Connection-specific DNS Suffix . :
Description . . . . . . . . . . . : Broadcom 802.11g Network Adapter
Physical Address. . . . . . . . . : 00-19-7E-7E-18-56
DHCP Enabled. . . . . . . . . . . : Yes
Autoconfiguration Enabled . . . . : Yes
Link-local IPv6 Address . . . . . : fe80::20e8:decf:9bc9:1e39%9(Preferred)
IPv4 Address. . . . . . . . . . . : 192.168.254.8(Preferred)
Subnet Mask . . . . . . . . . . . : 255.255.255.0
Lease Obtained. . . . . . . . . . : Wednesday, March 23, 2011 11:25:13 AM
Lease Expires . . . . . . . . . . : Wednesday, March 23, 2011 11:26:42 AM
Default Gateway . . . . . . . . . : 192.168.254.254
DHCP Server . . . . . . . . . . . : 192.168.254.254
DHCPv6 IAID . . . . . . . . . . . : 151001470
DNS Servers . . . . . . . . . . . : 209.213.20.166
209.213.16.3
NetBIOS over Tcpip. . . . . . . . : Enabled

Ethernet adapter Local Area Connection:

Media State . . . . . . . . . . . : Media disconnected
Connection-specific DNS Suffix . :
Description . . . . . . . . . . . : Broadcom 440x 10/100 Integrated Controlle
r
Physical Address. . . . . . . . . : 00-19-B9-80-BA-98
DHCP Enabled. . . . . . . . . . . : Yes
Autoconfiguration Enabled . . . . : Yes

Tunnel adapter Local Area Connection* 6:

Connection-specific DNS Suffix . :
Description . . . . . . . . . . . : isatap.{B287437A-0BB3-44B0-8A91-18DC38D7F
5ED}
Physical Address. . . . . . . . . : 00-00-00-00-00-00-00-E0
DHCP Enabled. . . . . . . . . . . : No
Autoconfiguration Enabled . . . . : Yes
Default Gateway . . . . . . . . . :
NetBIOS over Tcpip. . . . . . . . : Disabled

Tunnel adapter Local Area Connection* 7:

Connection-specific DNS Suffix . :
Description . . . . . . . . . . . : Microsoft ISATAP Adapter #2
Physical Address. . . . . . . . . : 00-00-00-00-00-00-00-E0
DHCP Enabled. . . . . . . . . . . : No
Autoconfiguration Enabled . . . . : Yes
Link-local IPv6 Address . . . . . : fe80::5efe:192.168.254.8%12(Preferred)
Default Gateway . . . . . . . . . :
DNS Servers . . . . . . . . . . . : 209.213.20.166
209.213.16.3
NetBIOS over Tcpip. . . . . . . . : Disabled

Tunnel adapter Local Area Connection* 9:

Media State . . . . . . . . . . . : Media disconnected
Connection-specific DNS Suffix . :
Description . . . . . . . . . . . : Teredo Tunneling Pseudo-Interface
Physical Address. . . . . . . . . : 02-00-54-55-4E-01
DHCP Enabled. . . . . . . . . . . : No
Autoconfiguration Enabled . . . . : Yes

C:\Users\Big Trip>


----------



## cluberti (Aug 26, 2010)

What happens if you open a cmd prompt, run nslookup (it should use that server on your backroads.net ISP), and then type "www.google.com" at the prompt?
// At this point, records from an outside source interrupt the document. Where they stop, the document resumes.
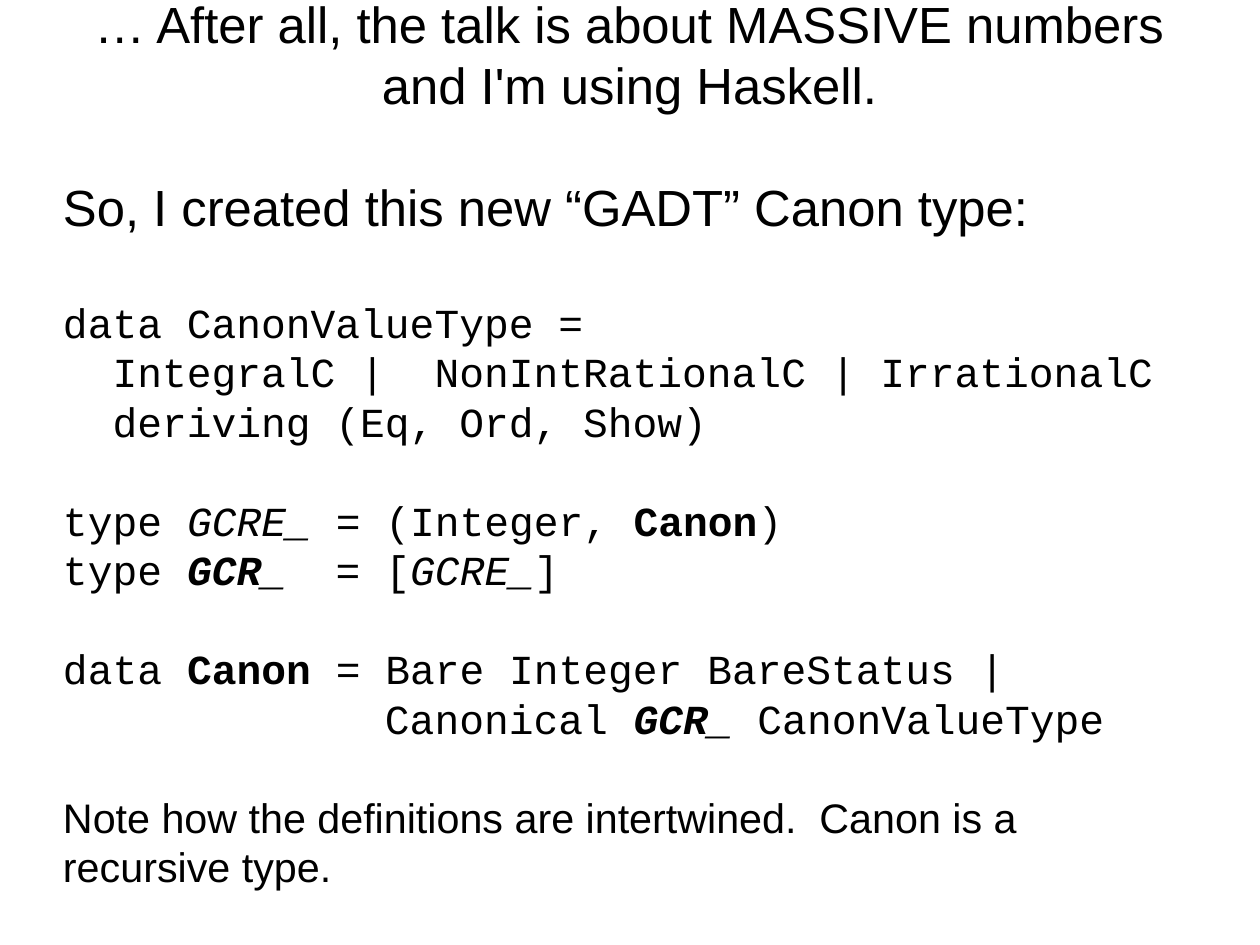
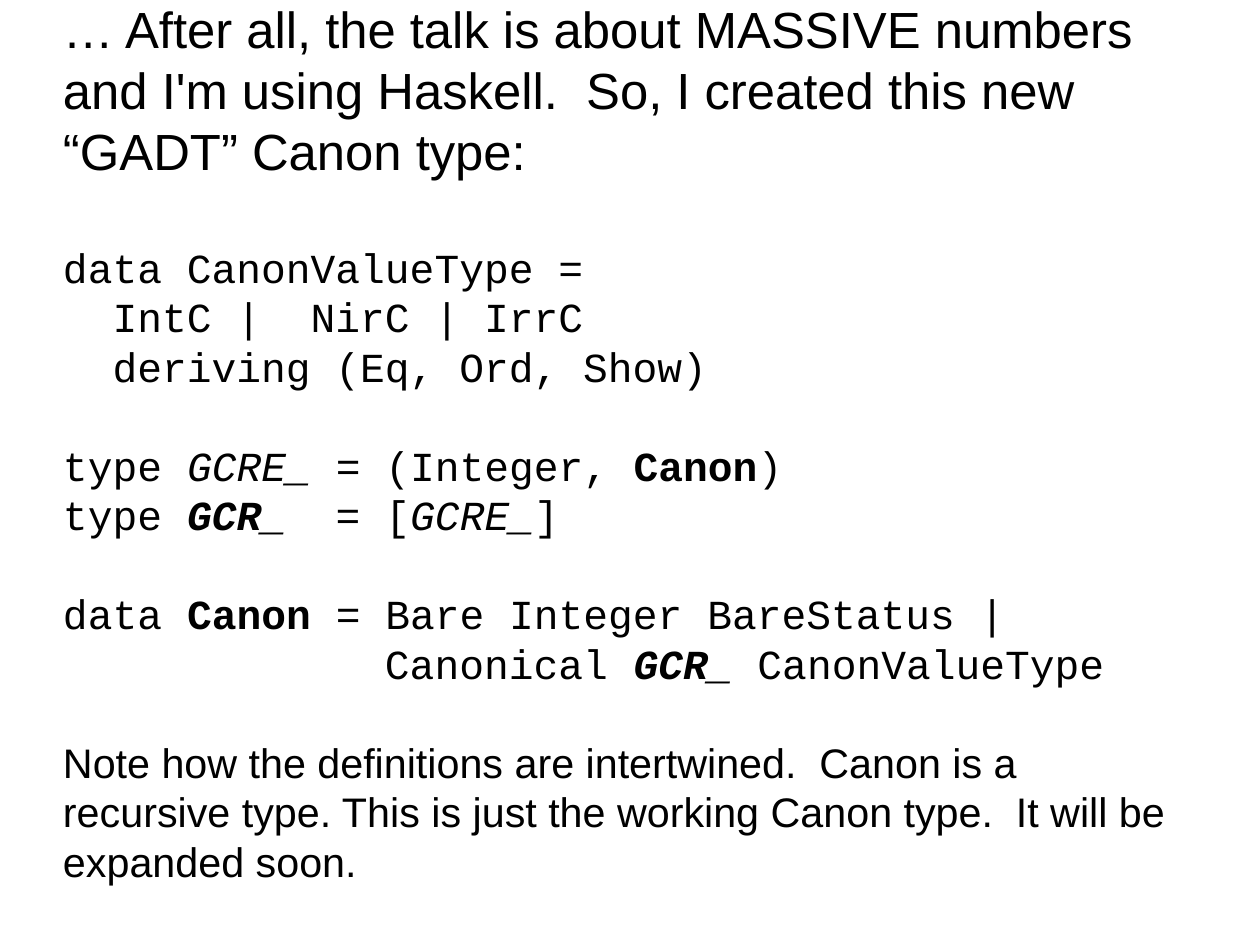
Before and after one commit to grandpascorpion/canon, a slide deck: slide 20 of goBigOrGoHome.odp. Drawn at 1260x945 pixels with LibreOffice and Linux fonts; fonts in the diff are those of the drawing. Boxes give left, top, right and bottom in pixels: in the first picture for what was removed or moved away, otherwise in the second. Text is boxed around its words. In the diff, an @@ line names an element or a change of style, - is before the commit and + after.

```diff
--- a/goBigOrGoHome.odp
+++ b/goBigOrGoHome.odp
@@ subtitle at [63,11,1133,333]: text changed @@
-… After all, the talk is about MASSIVE numbers and I'm using Haskell.
-So, I created this new “GADT” Canon type:
-data CanonValueType =
-IntegralC | NonIntRationalC | IrrationalC
+… After all, the talk is about MASSIVE numbers and I'm using Haskell. So, I created this new “GADT” Canon type:
+data CanonValueType =
+IntC | NirC | IrrC
@@ subtitle at [63,748,1165,885]: text changed @@
-Note how the definitions are intertwined. Canon is a recursive type.
+Note how the definitions are intertwined. Canon is a recursive type. This is just the working Canon type. It will be expanded soon.
```
Also in this commit, not shown: 15 other slides changed, 33 slides added, 4 slides removed, 12 other files.

If that fails, you can try other servers (server=4.2.2.2 for example) and try lookups again. That would at least tell you if it's the server, or something else with the client or your internal network, perhaps.


----------



## etaf (Dec 28, 2008)

Are other devices using your wireless connection OK
if so 
a couple of things to try 
do you have now or had in the past a firewall / security suite on the PC like Norton / mcafee 

lets see a xirrus and ping tests - as that looks like a good connection

you could try a system recovery to before the problem started - choose a date before the problem started - details below

*------------------------------------------------------------------------*
* Run Xirrus Wi-Fi Inspector  Download and install*
If you cannot access the internet with this PC, then you will need to copy the program across to the faulty PC

Xirrus: The Leader in High Performance Wi-Fi - Advanced IT Wi-Fi Networking Tools
Direct link to the program is here Xirrus: The Leader in High Performance Wi-Fi - Advanced IT Wi-Fi Networking Tools
Then run and install the program 
if you get an error - You need NET Framework installed for the WiFi Inspector to function.

Run the program 

post a screen shot of the program running - if there are a lot of networks showing can you click on "networks" top lefthand area - so we can see all the network information, and also post which network "Adapter Name" (1st column) is yours on the list 

To post a screen shot of the active window, hold the Alt key and press the PrtScn key. Open the Windows PAINT application and Paste the screen shot. You can then use PAINT to trim to suit, and save it as a JPG format file. 
To upload it to the forum, open the full reply window and use the Manage Attachments button to upload it here.
Full details are here TSG Posting a Screenshot - TSG Library of Knowledge

Note:
For a reliable (or robust as the Xirrus user guide says) wireless connection you need a signal of about -70 dBm or better.
*------------------------------------------------------------------------*

*------------------------------------------------------------------------*
* Ping Tests *
If you cannot access the internet with this PC, then you will need to paste the results into something like notepad and then copy onto a machine that can access the internet and post results here

Start> Run {search bar in Vista}> CMD to open a DOS window and type:

Type the following command 
*Ping 192.168.254.254*
Post back the results
rightclick in the box
select all
enter
control key + C key - to copy
then reply here and 
control key + V to paste

Type the following command
*Ping google.com*
Post back the results
rightclick in the box
select all
enter
control key + C key - to copy
then reply here and 
control key + V to paste

Type the following command
*Ping 209.183.226.152*
post back results
rightclick in the box
select all
enter
control key + C key - to copy
then reply here and 
control key + V to paste
*------------------------------------------------------------------------*


*------------------------------------------------------------------------*
* {System Restore} *
Start Menu> All Programs> Accessories> System Tools> System Restore

windows vista
System Restore - How to - Vista Forums
*------------------------------------------------------------------------*


----------



## youngewing (Mar 23, 2011)

the only firewall is the Windows Firewall. I'll try the tests u guys put up and respond asap


----------



## youngewing (Mar 23, 2011)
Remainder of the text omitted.